Es en materia de insolvencia donde quizá reside el límite más relevante para la promesa de un “ciclo de vida completo” armonizado. Las normas procesales introducidas son mejoras reales, pero no crean un procedimiento europeo autónomo ni armonizan el derecho concursal sustantivo. La Comunicación que acompaña a la propuesta de EU Inc. menciona que la propuesta complementa la Directiva de armonización de insolvencia, que aproxima parcialmente el derecho sustantivo concursal entre Estados miembros. Esa armonización parcial preexistente es un contexto favorable, pero no elimina el problema de fondo: los procedimientos de insolvencia de EU Inc. seguirán siendo nacionales, tramitados ante autoridades judiciales o administrativas de cada Estado miembro y regidos por el derecho concursal de ese país. Una EU Inc. domiciliada en Madrid que entre en dificultades se liquidará conforme a la Ley Concursal española; una con sede en Ámsterdam, conforme al derecho neerlandés.
La promesa de uniformidad se quiebra, por ende, tanto al nacer la empresa como al cerrarla. Y con ella la comparación con Delaware que tan frecuentemente se invoca: Delaware no sólo ofrece un buen derecho societario, sino también un registro único, predecible y eficiente, y procedimientos concursales homogéneos. EU Inc. no resuelve ninguno de los dos.
El problema del acceso a la financiación
Una de las expectativas que rodea a EU Inc. es que mejorará el acceso a la financiación de las startups europeas.
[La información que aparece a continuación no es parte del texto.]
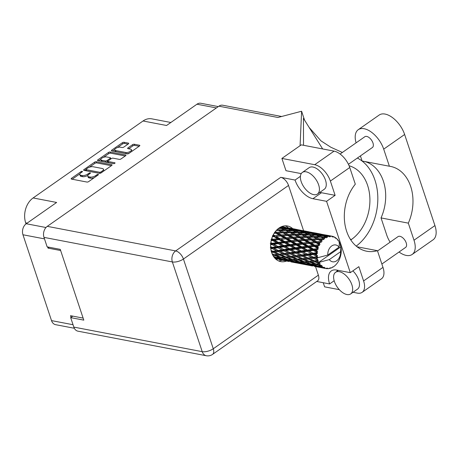 <?xml version="1.0" encoding="UTF-8"?>
<svg xmlns="http://www.w3.org/2000/svg" width="459" height="459" viewBox="0 0 459 459"><rect width="100%" height="100%" fill="white"/><g stroke="black" fill="none" stroke-linecap="round" stroke-linejoin="round"><path stroke-width="0.69" d="M128.583 143.707L128.388 143.116A1.291 0.528 -18.4 0 1 128.721 143.334A1.291 0.528 -18.4 0 1 128.354 143.908L123.838 147.064A1.291 0.528 -18.4 0 1 122.088 147.528L120.396 147.201A3.46 1.411 -18.4 0 0 116.563 147.936A3.46 1.411 -18.4 0 0 114.721 149.967L115.1 151.109A3.46 1.411 -18.4 0 0 115.995 151.688L126.168 153.633A3.46 1.411 -18.4 0 0 129.163 153.249M126.168 153.633L125.789 152.491A3.46 1.411 -18.4 0 0 130.471 151.258A3.46 1.411 -18.4 0 0 131.458 149.732A3.46 1.411 -18.4 0 0 130.568 149.146L127.969 148.653A1.291 0.528 -18.4 0 1 127.636 148.435A1.291 0.528 -18.4 0 1 128.004 147.861L132.513 144.705A1.291 0.528 -18.4 0 1 134.263 144.241L139.502 145.245A1.291 0.528 -18.4 0 1 139.834 145.463A1.291 0.528 -18.4 0 1 139.467 146.031L128.927 153.415A1.291 0.528 -18.4 0 1 127.177 153.874L111.726 150.919A1.291 0.528 -18.4 0 1 111.394 150.701A1.291 0.528 -18.4 0 1 111.761 150.127L122.301 142.749A1.291 0.528 -18.4 0 1 124.05 142.29L128.388 143.116M114.773 163.324A0.907 0.367 -18.4 0 0 115.031 162.928A0.907 0.367 -18.4 0 0 114.796 162.773L108.272 161.528A1.291 0.528 -18.4 0 1 107.94 161.31A1.291 0.528 -18.4 0 1 108.307 160.736L111.296 158.642A1.291 0.528 -18.4 0 1 113.052 158.177L119.317 159.376A1.291 0.528 -18.4 0 0 121.067 158.917L125.577 155.762A1.291 0.528 -18.4 0 0 125.95 155.188A1.291 0.528 -18.4 0 0 125.611 154.97L110.16 152.015A1.291 0.528 -18.4 0 0 108.41 152.474L97.87 159.852A1.291 0.528 -18.4 0 0 97.503 160.426A1.291 0.528 -18.4 0 0 97.836 160.644L113.545 163.651A0.907 0.367 -18.4 0 0 114.773 163.324M47.65 246.953L48.04 248.118L60.645 250.528M44.489 238.887L22.961 234.767L51.517 320.606L73.044 324.725M83.125 318.104L70.52 315.694L71.07 317.353M114.721 149.967A3.46 1.411 -18.4 0 0 115.616 150.546L125.789 152.491M111.726 164.695L96.275 161.74A1.291 0.528 -18.4 0 0 94.52 162.199L83.98 169.578A1.291 0.528 -18.4 0 0 83.613 170.151A1.291 0.528 -18.4 0 0 83.945 170.369L99.396 173.324A1.291 0.528 -18.4 0 0 101.152 172.865L111.692 165.487A1.291 0.528 -18.4 0 0 112.059 164.913A1.291 0.528 -18.4 0 0 111.726 164.695L111.921 165.286M80.985 172.75L82.213 171.89A0.907 0.367 -18.4 0 0 82.471 171.488A0.907 0.367 -18.4 0 0 81.897 171.333A0.907 0.367 -18.4 0 0 81.013 171.66L71.524 178.304A1.291 0.528 -18.4 0 0 71.156 178.878A1.291 0.528 -18.4 0 0 71.489 179.096L86.94 182.051A1.291 0.528 -18.4 0 0 88.69 181.586L98.18 174.942A0.907 0.367 -18.4 0 0 98.438 174.54A0.907 0.367 -18.4 0 0 97.865 174.386A0.907 0.367 -18.4 0 0 96.981 174.713L95.753 175.573A4.142 1.693 -18.4 0 1 90.148 177.048L88.857 176.801A4.142 1.693 -18.4 0 1 87.789 176.107A4.142 1.693 -18.4 0 1 88.971 174.277L90.199 173.416A0.907 0.367 -18.4 0 0 90.457 173.014A0.907 0.367 -18.4 0 0 89.884 172.859A0.907 0.367 -18.4 0 0 88.994 173.186L87.767 174.047A4.142 1.693 -18.4 0 1 82.161 175.522L80.876 175.275A4.142 1.693 -18.4 0 1 79.803 174.581A4.142 1.693 -18.4 0 1 80.985 172.75M216.396 107.928L196.957 104.21L166.56 125.491L143.036 120.987L33.117 197.955L56.641 202.459L26.249 223.74L45.98 227.515M26.037 223.894L25.693 222.862A18.452 13.604 -79.2 0 1 33.117 197.955M143.036 120.987A18.452 13.604 -79.2 0 1 151.82 118.847L170.851 122.49M48.04 248.118L49.262 247.258M79.803 174.581L80.187 175.722A4.142 1.693 -18.4 0 0 81.254 176.417L80.876 175.275M87.91 175.349A4.142 1.693 -18.4 0 1 82.545 176.663L81.254 176.417M87.789 176.107L88.168 177.249A4.142 1.693 -18.4 0 0 89.235 177.943L88.857 176.801M94.307 177.656A4.142 1.693 -18.4 0 1 90.526 178.19L89.235 177.943M79.918 173.835L72.206 179.234M111.382 165.699L96.654 162.882A1.291 0.528 -18.4 0 0 94.904 163.341L89.281 167.277M85.942 169.618L84.668 170.507M86.166 169.119A0.907 0.367 -18.4 0 0 85.908 169.52A0.907 0.367 -18.4 0 0 86.143 169.675L99.706 172.268A0.907 0.367 -18.4 0 0 100.934 171.947L102.225 171.041A4.142 1.693 -18.4 0 0 103.407 169.205A4.142 1.693 -18.4 0 0 102.34 168.51L93.068 166.737A4.142 1.693 -18.4 0 0 87.462 168.212L86.166 169.119M85.908 169.52L86.286 170.662A0.907 0.367 -18.4 0 0 86.522 170.817L86.143 169.675M99.741 173.347L86.522 170.817M103.677 171.098A4.142 1.693 -18.4 0 0 103.786 170.346L103.407 169.205M98.559 160.782L100.957 159.101M103.436 157.362L108.789 153.616L108.41 152.474M125.273 155.974L110.544 153.157A1.291 0.528 -18.4 0 0 108.789 153.616M107.94 161.31L108.318 162.452A1.291 0.528 -18.4 0 0 108.651 162.67L113.838 163.656M106.545 156.938A3.46 1.411 -18.4 0 0 102.718 157.672A3.46 1.411 -18.4 0 0 100.877 159.703A3.46 1.411 -18.4 0 0 101.772 160.283L105.352 160.966A1.291 0.528 -18.4 0 0 107.108 160.507L110.097 158.412A1.291 0.528 -18.4 0 0 110.464 157.839A1.291 0.528 -18.4 0 0 110.131 157.621L106.545 156.938M100.877 159.703L101.255 160.839A3.46 1.411 -18.4 0 0 102.15 161.425L101.772 160.283M107.945 161.327L107.486 161.648A1.291 0.528 -18.4 0 1 105.731 162.107L102.15 161.425M131.785 151.413A3.46 1.411 -18.4 0 0 131.842 150.868L131.458 149.732M139.163 146.249L134.648 145.383A1.291 0.528 -18.4 0 0 132.892 145.847L128.686 148.791M128.044 144.12L124.429 143.426A1.291 0.528 -18.4 0 0 122.679 143.891L117.395 147.591M114.773 149.427L112.444 151.057M196.957 104.21A8.17 6.024 -79.2 0 1 200.847 103.258L218.295 106.597M22.961 234.767A8.17 6.024 -79.2 0 1 26.249 223.74M74.324 328.26L55.625 324.685A8.17 6.024 -79.2 0 1 51.517 320.606M356.086 142.852A20.557 11.062 55 0 1 358.267 129.69A20.557 11.062 55 0 1 364.136 128.721A20.557 11.062 55 0 1 383.701 149.141L389.387 166.233L362.099 161.011L360.407 155.917M358.267 129.69L379.197 115.031A20.557 11.062 55 0 1 385.061 114.067A20.557 11.062 55 0 1 404.631 134.487L434.931 225.576A20.557 11.062 55 0 1 433.084 239.805L412.153 254.458A20.557 11.062 55 0 1 399.037 252.008M346.929 294.529A13.179 7.092 -125 0 0 350.693 293.909A13.179 7.092 -125 0 0 350.647 281.878A13.179 7.092 -125 0 0 339.333 271.699A13.179 7.092 -125 0 0 335.569 272.313A13.179 7.092 -125 0 0 335.615 284.351A13.179 7.092 -125 0 0 346.929 294.529M350.693 293.909L357.515 289.13A13.179 7.092 -125 0 0 352.873 270.862M313.704 194.645A13.179 7.092 -125 0 0 317.467 194.025A13.179 7.092 -125 0 0 317.421 181.993A13.179 7.092 -125 0 0 306.107 171.815A13.179 7.092 -125 0 0 302.349 172.435A13.179 7.092 -125 0 0 302.389 184.466A13.179 7.092 -125 0 0 313.704 194.645M317.467 194.025L324.289 189.251A13.179 7.092 -125 0 0 324.249 177.214A13.179 7.092 -125 0 0 312.935 167.036A13.179 7.092 -125 0 0 309.171 167.655L302.349 172.435M292.722 228.674A18.119 13.363 100.8 0 0 287.563 226.006A18.119 13.363 100.8 0 0 278.94 228.112A18.119 13.363 100.8 0 0 270.638 247.103A18.119 13.363 100.8 0 0 280.753 261.607A18.119 13.363 100.8 0 0 286.536 261.033M282.159 260.196A18.119 13.363 -79.2 0 1 278.619 260.942M340.108 154.04L364.819 136.736A6.592 3.546 55 0 1 366.701 136.426A6.592 3.546 55 0 1 372.352 141.515A6.592 3.546 55 0 1 372.375 147.534L348.438 164.293M377.527 250.981L398.045 236.614A6.592 3.546 55 0 1 399.921 236.305A6.592 3.546 55 0 1 405.578 241.394A6.592 3.546 55 0 1 405.601 247.412L381.871 264.028M323.245 282.721L324.616 286.846L339.31 289.658M353.017 292.28L357.412 293.117A16.472 8.864 -125 0 0 362.117 292.349A16.472 8.864 -125 0 0 363.597 280.942L382.978 267.373A16.472 8.864 55 0 1 381.498 278.774L362.117 292.349M330.371 181.064A16.472 8.864 -125 0 0 314.696 164.701L281.901 158.43L301.282 144.855L334.077 151.131A16.472 8.864 55 0 1 349.752 167.495L330.371 181.064L335.122 195.333L326.567 201.323L350.297 272.663L358.852 266.673L363.597 280.942M337.038 271.286A18.779 10.104 55 0 1 337.124 270.144M281.901 158.43L285.98 170.696L301.242 173.617M335.122 195.333L321.478 192.723A18.779 10.104 55 0 1 319.917 192.31M349.752 167.495L355.306 184.179A40.065 29.537 100.8 0 0 345.007 224.749A40.065 29.537 100.8 0 0 366.752 251.239A40.065 29.537 100.8 0 0 377.43 250.683L382.978 267.373M322.66 148.946L303.439 118.37L303.537 145.285M300.41 176.308L295.051 180.06L280.753 177.323A8.17 4.395 55 0 1 288.527 185.442L183.428 259.031L213.274 348.754A8.17 3.339 -18.4 0 1 202.212 351.663A8.17 6.024 100.8 0 0 206.321 355.742L77.938 331.174A8.17 6.024 -79.2 0 1 73.836 327.101L202.212 351.663L172.366 261.946L43.989 237.378A8.17 6.024 -79.2 0 1 47.277 226.35L218.891 106.184L277.919 117.475L301.603 111.244L304.575 120.183M301.603 111.244L300.083 145.698M357.039 246.781L377.43 250.683M72.815 316.131L70.68 317.628L73.836 327.101M43.989 237.378L47.139 246.856L60.255 249.363L83.802 320.135L70.68 317.628M218.891 106.184A8.17 6.024 -79.2 0 1 222.781 105.231L281.642 116.5M288.527 185.442L303.6 230.757M315.522 266.581L318.374 275.159A8.17 4.395 55 0 1 317.639 280.816L212.54 354.405A8.17 4.395 -125 0 0 213.274 348.754L318.374 275.159M334.169 280.742L329.602 283.937L316.71 281.465M285.332 225.839A18.119 13.363 -79.2 0 1 288.355 227.842M350.297 272.663L336.654 270.053A18.779 10.104 -125 0 0 331.295 270.936A18.779 10.104 -125 0 0 329.602 283.937M295.051 180.06A18.779 10.104 -125 0 0 312.923 198.713L326.567 201.323M349.11 165.774A40.065 29.537 -79.2 0 1 369.891 198.569A40.065 29.537 -79.2 0 1 351.485 239.449L350.848 239.896A40.065 29.537 -79.2 0 1 350.785 239.937M356.241 246.133L357.727 244.911A49.423 36.439 100.8 0 0 377.826 198.277A49.423 36.439 100.8 0 0 357.366 158.045M390.116 242.168A20.557 11.062 55 0 1 386.719 235.008L381.033 217.916L408.315 223.137L414.001 240.229A20.557 11.062 55 0 1 412.153 254.458M408.315 223.137A40.065 29.537 100.8 0 0 390.552 166.422A40.065 29.537 100.8 0 0 389.387 166.233M381.033 217.916A40.065 29.537 100.8 0 0 364.412 161.453M340.567 247.045L340.899 247.194L340.572 251.721A8.566 6.317 100.8 0 1 336.654 260.798A8.566 6.317 100.8 0 1 329.315 259.605L318.466 262.519L340.567 247.045L340.848 246.42A16.472 12.146 100.8 0 0 340.779 246.104L340.171 245.789L340.475 244.94A16.472 12.146 100.8 0 0 340.308 244.412A16.472 12.146 100.8 0 0 340.13 243.89L339.476 243.712L339.689 242.822A16.472 12.146 100.8 0 0 339.562 242.547L339.327 242.45M279.456 227.767L280.019 227.991L279.192 227.939M281.424 226.729L283.094 227.199L280.977 226.93M285.521 227.303L281.774 226.585M275.595 258.939L277.374 259.272M275.13 258.492L277.506 259.071L275.463 258.813M273.92 257.051L274.866 257.35L274.138 257.344M271.642 252.548L273.203 252.37L277.718 254.309L274.258 254.642L272.095 253.775M273.203 252.37L273.461 251.498L271.389 251.721M270.799 248.853L272.262 248.635L276.53 250.734L272.83 251.245L273.461 251.498L271.171 251.463M273.025 255.669L274.843 255.565L279.583 257.275L276.329 257.35L273.478 256.409M281.074 257.212L276.375 255.462L279.795 255.17L284.431 257.006L281.074 257.212M274.843 255.565L274.935 254.659L272.554 254.791M279.795 255.17L279.973 254.275L274.935 254.659L276.375 255.462M274.258 254.642L272.709 254.762M284.919 254.607L289.434 256.552L285.98 256.879L281.378 255.009L284.919 254.607L285.182 253.735L277.718 254.309M281.751 258.021L286.588 259.593L283.415 259.519L278.533 258.056L281.751 258.021L281.763 257.12L283.237 257.975L286.565 257.809L291.299 259.519L288.045 259.593L283.237 257.975M278.533 258.056L277.007 257.149L277.081 258.033L281.998 259.45L278.9 259.215L274.809 258.147M286.565 257.809L286.657 256.902L283.094 257.097M280.965 257.172L279.583 257.275M291.517 257.413L296.153 259.249L292.796 259.455L288.091 257.706L291.517 257.413L291.695 256.512L284.431 257.006M288.803 260.276L293.714 261.693L290.622 261.458L285.653 260.15L288.803 260.276L288.728 259.392L290.243 260.293L293.473 260.264L298.31 261.837L295.137 261.762L290.243 260.293M285.653 260.15L284.689 259.564M293.473 260.264L293.485 259.364L294.959 260.219L298.275 260.052L303.02 261.762L299.761 261.837L294.959 260.219M287.701 259.484L286.588 259.593M292.687 259.415L291.299 259.519M329.223 268.377L329.809 268.44L329.855 267.958L328.839 268.624A16.472 12.146 100.8 0 1 327.938 268.704L327.841 268.142L326.974 268.699A16.472 12.146 100.8 0 1 326.722 268.681L326.9 268.073L325.781 268.544L323.629 268.119L324.915 268.326L324.972 267.586L324.014 267.999L316.326 266.501L319.401 266.782L323.779 267.895L324.1 267.207L322.912 267.448L320.807 266.88L322.143 266.943L322.379 266.082L318.575 266.249L313.686 264.78L316.911 264.751L321.157 266.14L321.633 265.411L318.391 264.705L319.797 264.642L320.227 263.718L316.234 263.942L311.529 262.187L314.954 261.894L319.022 263.512L319.653 262.806L316.532 261.739L318.03 261.573A16.472 12.146 100.8 0 0 318.466 262.519A16.472 12.146 100.8 0 0 318.477 262.542M329.809 268.44A16.472 12.146 100.8 0 0 330.061 268.372L330.807 267.712L331.025 268.062A16.472 12.146 100.8 0 0 331.909 267.683L332.781 266.868L332.838 267.19A16.472 12.146 100.8 0 0 333.079 267.04L333.98 266.432A16.472 12.146 100.8 0 0 334.789 265.778L335.621 265.009A16.472 12.146 100.8 0 0 335.839 264.786L336.613 263.919A16.472 12.146 100.8 0 0 337.302 263.036L337.985 262.032A16.472 12.146 100.8 0 0 338.157 261.756L338.771 260.678A16.472 12.146 100.8 0 0 339.293 259.622L339.78 258.451A16.472 12.146 100.8 0 0 339.901 258.13L340.308 256.914A16.472 12.146 100.8 0 0 340.63 255.749L340.899 254.487A16.472 12.146 100.8 0 0 340.957 254.148L341.135 252.869A16.472 12.146 100.8 0 0 341.232 251.67L341.261 250.39A16.472 12.146 100.8 0 0 341.255 250.052L341.192 248.789A16.472 12.146 100.8 0 0 341.06 247.631L340.899 247.194M319.797 264.642A16.472 12.146 100.8 0 0 320.428 265.405M322.143 266.943A16.472 12.146 100.8 0 0 322.912 267.448M324.915 268.326A16.472 12.146 100.8 0 0 325.781 268.544M295.963 262.301L300.949 263.558L292.882 262.014L295.963 262.301L295.803 261.452M302.332 263.701L297.375 262.393L300.519 262.514L305.436 263.936L302.332 263.701M292.882 262.014L292.199 261.59M296.411 261.808L297.375 262.393M300.519 262.514L300.438 261.63L301.965 262.537L305.195 262.508L310.02 264.08L306.859 264.005L301.965 262.537M294.535 261.59L293.714 261.693M299.411 261.722L298.31 261.837M303.215 264.091L308.253 265.176L300.197 263.632L303.215 264.091L302.974 263.282M309.624 265.4L304.604 264.258L307.685 264.545L312.659 265.801L309.624 265.4M300.197 263.632L299.859 263.426M303.915 263.833L304.604 264.258M307.685 264.545L307.524 263.69M301.465 263.483L300.949 263.558M306.256 263.833L305.436 263.936M308.305 265.17L312.533 266.002M314.358 266.358L319.975 267.419L314.358 266.358M311.575 265.669L311.913 265.876M314.937 266.329L314.69 265.526M313.181 265.721L312.659 265.801M320.026 267.408L324.249 268.245M325.827 268.526L326.722 268.681M327.256 268.515L327.938 268.704M279.313 254.137L274.838 252.163L278.493 251.675L282.893 253.707L279.313 254.137L281.378 255.009M272.83 251.245L271.074 250.43M272.262 248.635L272.669 247.849L270.712 248.118M270.626 244.825L272.084 244.595L276.089 246.776L272.124 247.39L272.669 247.849L270.351 247.665M278.493 251.675L278.831 250.838L273.461 251.498L274.838 252.163M278.234 250.482L274.017 248.365L277.93 247.757L282.073 249.908L278.234 250.482L278.831 250.838L276.53 250.734M290.214 253.913L294.615 255.95L291.035 256.38L286.554 254.406L290.214 253.913L290.553 253.081L282.893 253.707M285.98 256.879L288.091 257.706M296.634 256.851L301.156 258.796L297.696 259.123L293.1 257.252L296.634 256.851L296.893 255.979L289.434 256.552M298.275 260.052L298.373 259.146L294.81 259.341M303.238 259.656L307.869 261.487L304.518 261.699L299.807 259.949L303.238 259.656L303.416 258.756L296.153 259.249M305.195 262.508L305.201 261.607L306.681 262.462L309.997 262.296L314.736 264.005L311.483 264.08L306.681 262.462M304.409 261.659L303.02 261.762M314.054 265.945L309.096 264.636L312.235 264.757L317.158 266.18L314.054 265.945M308.132 264.045L309.096 264.636M312.235 264.757L312.16 263.873L313.686 264.78M311.133 263.965L310.02 264.08M315.637 266.077L316.326 266.501M319.401 266.782L319.24 265.933M317.978 266.077L317.158 266.18M323.291 267.913L323.629 268.119M284.551 253.488L280.185 251.434L283.983 250.872L288.246 252.978L284.551 253.488L286.554 254.406M272.124 247.39L270.615 246.603M272.084 244.595L272.617 243.953L270.661 244.228M271.154 240.728L272.68 240.51L276.416 242.679L272.187 243.316L272.617 243.953L270.294 243.603M277.93 247.757L278.406 247.034L272.669 247.849L274.017 248.365M277.913 246.483L273.96 244.303L278.143 243.666L282.015 245.846L277.913 246.483L278.406 247.034L276.089 246.776M283.983 250.872L284.391 250.092L278.831 250.838L280.185 251.434M283.846 249.633L279.743 247.476L283.805 246.839L287.804 249.013L283.846 249.633L284.391 250.092L282.073 249.908M295.694 253.116L299.968 255.221L296.262 255.732L291.907 253.678L295.694 253.116L296.107 252.335L290.553 253.081L288.246 252.978M291.035 256.38L293.1 257.252M301.936 256.156L306.331 258.188L302.756 258.624L298.27 256.65L301.936 256.156L302.274 255.324L294.615 255.95M297.696 259.123L299.807 259.949M308.356 259.094L312.877 261.039L309.412 261.366L304.816 259.496L308.356 259.094L308.614 258.222L301.156 258.796M309.997 262.296L310.089 261.389L306.497 261.584M314.954 261.894L315.132 260.999L307.869 261.487M316.911 264.751L316.917 263.85L318.391 264.705M316.125 263.902L314.736 264.005M319.848 266.289L320.807 266.88M289.956 252.725L285.727 250.608L289.652 250L293.789 252.152L289.956 252.725L291.907 253.678M272.187 243.316L270.833 242.547M272.68 240.51L273.3 240.046L271.252 240.304M272.348 236.821L274.012 236.637L277.5 238.703L273.019 239.271L273.3 240.046L271.005 239.535M278.143 243.666L278.722 243.104L272.617 243.953L273.96 244.303M278.366 242.392L274.671 240.241L279.112 239.655L282.727 241.778L278.366 242.392L278.722 243.104L276.416 242.679M283.805 246.839L284.339 246.19L278.406 247.034L279.743 247.476M283.909 245.554L280.076 243.379L284.396 242.754L288.132 244.917L283.909 245.554L284.339 246.19L282.015 245.846M289.652 250L290.128 249.277L284.391 250.092L285.727 250.608M289.635 248.726L285.67 246.546L289.864 245.909L293.737 248.089L289.635 248.726L290.128 249.277L287.804 249.013M301.374 252.243L305.505 254.389L301.678 254.969L297.449 252.852L301.374 252.243L301.85 251.521L296.107 252.335L293.789 252.152M296.262 255.732L298.27 256.65M307.415 255.359L311.69 257.459L307.983 257.975L303.629 255.921L307.415 255.359L307.823 254.573L302.274 255.324L299.968 255.221M302.756 258.624L304.816 259.496M313.652 258.4L317.513 260.19A16.472 12.146 100.8 0 0 317.611 260.488L314.472 260.861L309.991 258.893L313.652 258.4L313.99 257.568L306.331 258.188M309.412 261.366L311.529 262.187M318.03 261.573L318.259 260.689L312.877 261.039M320.227 263.718L318.242 263.822M295.556 251.876L291.465 249.713L295.516 249.082L299.526 251.257L295.556 251.876L297.449 252.852M273.019 239.271L271.739 238.519M274.012 236.637L272.439 236.592M274.103 233.344L275.991 233.218L279.273 235.1L274.562 235.513L274.683 236.379L272.445 235.719M279.112 239.655L279.766 239.288L273.3 240.046L274.671 240.241M279.56 238.462L276.111 236.419L280.782 235.978L284.167 237.963L279.56 238.462L279.766 239.288L277.5 238.703M284.396 242.754L285.022 242.289L278.722 243.104L280.076 243.379M284.741 241.514L281.16 239.403L285.727 238.881L289.216 240.946L284.741 241.514L285.022 242.289L282.727 241.778M289.864 245.909L290.444 245.347L284.339 246.19L285.67 246.546M290.088 244.636L286.387 242.478L290.834 241.899L294.449 244.022L290.088 244.636L290.444 245.347L288.132 244.917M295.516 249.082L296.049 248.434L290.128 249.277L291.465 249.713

La armonización de las estructuras de capital y de la documentación societaria reduce los costes legales para los fondos de venture capital que invierten en múltiples jurisdicciones y facilita la estandarización contractual. Hay una mejora marginal en el entorno de captación. Pero el problema de financiación europeo no es contractual: es de oferta de capital. Europa carece de la masa de capital paciente que alimenta el ecosistema de venture capital estadounidense. Ninguna forma societaria puede sustituir esa base de capital. Delaware no generó el capital del ecosistema americano: simplemente ofreció el mejor marco para atraerlo y estructurarlo. El capital ya existía. En Europa faltan las dos cosas, y EU Inc. sólo aborda una, y de forma incompleta.
Conclusiones
EU Inc. es la propuesta de derecho societario más ambiciosa que ha presentado la Comisión Europea en décadas. El diagnóstico es correcto, el instrumento elegido (un Reglamento aprobable por mayoría cualificada) es el adecuado y algunas de las medidas concretas responden a demandas reales del ecosistema emprendedor.
Pero la propuesta arrastra limitaciones que no son menores. Deja fuera la armonización fiscal en sentido amplio y el derecho laboral (este último por pragmatismo político comprensible, pero con consecuencias reales para los trabajadores de las empresas que adopten el régimen). No crea un procedimiento europeo de insolvencia sino una capa de normas procesales sobre 27 sistemas concursales nacionales. Y define el acceso a sus ventajas más específicas mediante criterios de innovación recogidos en una mera Recomendación no vinculante, lo que convierte la fragmentación en su aplicación práctica no en un riesgo sino en un resultado casi predecible.
A ello se añade el riesgo histórico de dilución en la negociación: la propuesta inicia ahora su tramitación en el Parlamento Europeo y el Consejo, con el horizonte de un acuerdo político a finales de 2026. Como advierte la comunidad tecnológica, poner la etiqueta “EU Inc.” sobre 27 sistemas nacionales fragmentados no sería progreso: sería un ejercicio de marca. El diagnóstico es correcto. Ahora falta lo más difícil: que el resultado legislativo esté a la altura de la ambición del anuncio.